Announcing Opus 5
Saint John’s Abbey Organ Builders is pleased to announce the signing of a contract for our Opus 5: a new pipe organ for St. Louis Bertrand Church in Louisville, Kentucky. Installation is scheduled for 2029.
St. Louis Bertrand Church, a Roman Catholic parish founded in 1866 by the Dominican friars, continues to be served by the Dominican community today. The parish is led by its pastor, Fr. Bernard M. Timothy, O.P., with Christopher Mueller as music director and Dr. Christopher Holman serving as organ consultant.
The new organ will feature 36 stops across three manuals and pedal, offering a colorful tonal palette with maximum dynamic flexibility and nuance. Its tonal design draws inspiration from 19th century German builders such as Carl August Buchholz and Friedrich Ladegast. Their influence will be distilled and creatively combined with select elements from other regional styles, resulting in an instrument both historically informed and artistically original.

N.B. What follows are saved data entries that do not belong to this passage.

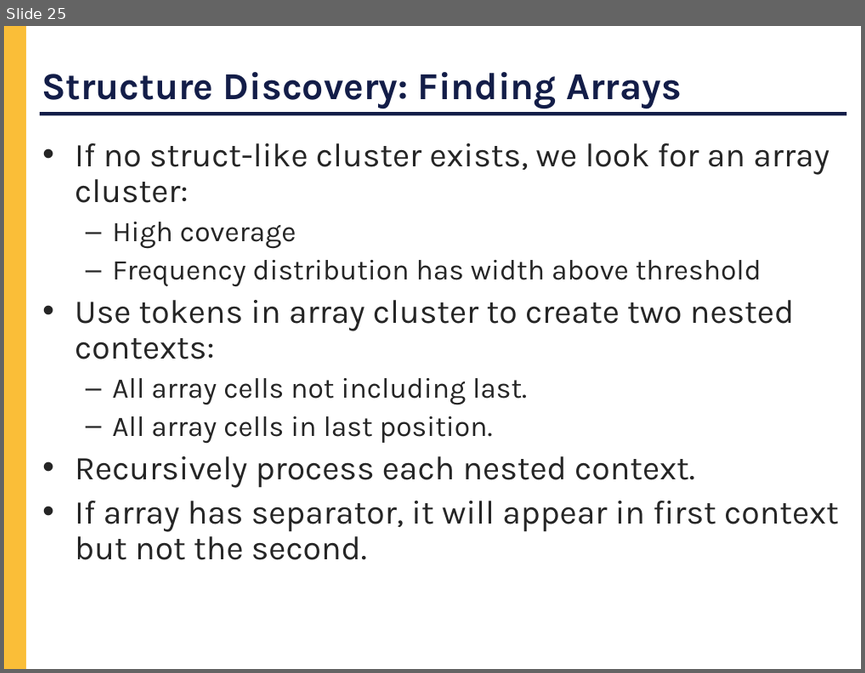
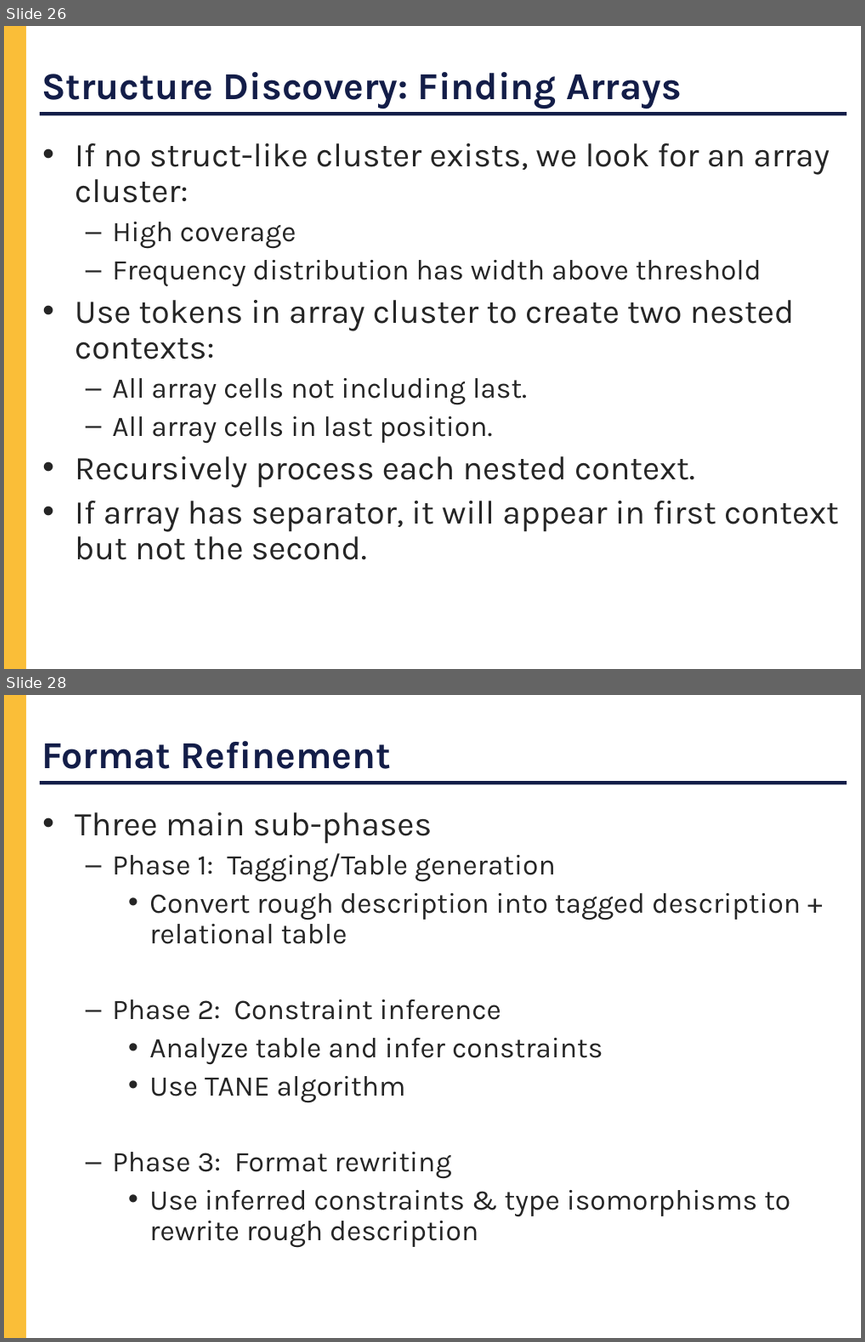
Before and after one commit to cornell-pl/forest, a slide deck: pads/Notes/DARPA/Kickoff.ppt. Shown one above the other, each under a label of ours: slide 25 before the commit, slides 26 and 28 after it; the slides between them are not shown. The pictures are 865x673 and 865x1342 pixels, drawn with LibreOffice and Linux fonts; fonts in the diff are those of the drawing. Boxes give left, top, right and bottom in pixels: in the first picture for what was removed or moved away, otherwise in the second. Text is boxed around its words. In the diff, an @@ line names an element or a change of style, - is before the commit and + after.

```diff
--- a/pads/Notes/DARPA/Kickoff.ppt
+++ b/pads/Notes/DARPA/Kickoff.ppt
@@ slide 28 added at <box>4,695,861,1338</box>, background #FFFFFF; not listed: 2 template elements that a slide beside it also shows @@
@@ title added at <box>41,741,391,769</box>, 32 pt, text #131D48, bold @@
+Format Refinement
@@ text added at <box>75,812,800,1247</box>, 24 pt, text #252525 @@
+• Three main sub-phases
+  – Phase 1: Tagging/Table generation
+    • Convert rough description into tagged description + relational table
+  – Phase 2: Constraint inference
+    • Analyze table and infer constraints
+    • Use TANE algorithm
+  – Phase 3: Format rewriting
+    • Use inferred constraints & type isomorphisms to rewrite rough description
@@ what was slide 25 is now slide 26 @@
```
Also in this commit, not shown: 3 slides changed, 14 other slides added, 1 slide removed.

This approach is intended to support the liturgical and musical life of St. Louis Bertrand Church in exemplary fashion. The organ will provide sensitive accompaniment for cantor, schola, choir, and congregation, while also being capable of rendering a broad range of the organ’s rich repertoire and inspiring liturgical improvisation.
While we propose to adopt certain tonal features of 19th century German Romantic organs, we also believe it is possible to blend and incorporate these features in a way that allows us freedom in choosing the best design, construction, and voicing techniques toward the most musical end. For instance, there are some features of the historical German Romantic organ that we would not want to emulate, such as terraced dynamics between and within divisions. Instead, both the Hauptwerk and Nebenwerk divisions will be placed under swell expression, offering endless nuance and shading of tone colors while preserving classical balance and flexibility within and between divisions.
A distinctive feature of this project will be the inclusion of a Physharmonika, a set of “free reed” stops played from a third manual and located in the console. Free reeds have a gentle onset of tone like bel canto singing, and further to that end, the two Äoline stops will be dynamically expressive on a subtle, human scale through variable wind pressure.
The organ will be played from a low-rise, detached console with touch-sensitive mechanical key action and flexible electric stop action. It will be housed in a neo-Gothic hardwood case, harmonizing with both the organ’s tonal character and the English Gothic architecture and decorative details of St. Louis Bertrand Church.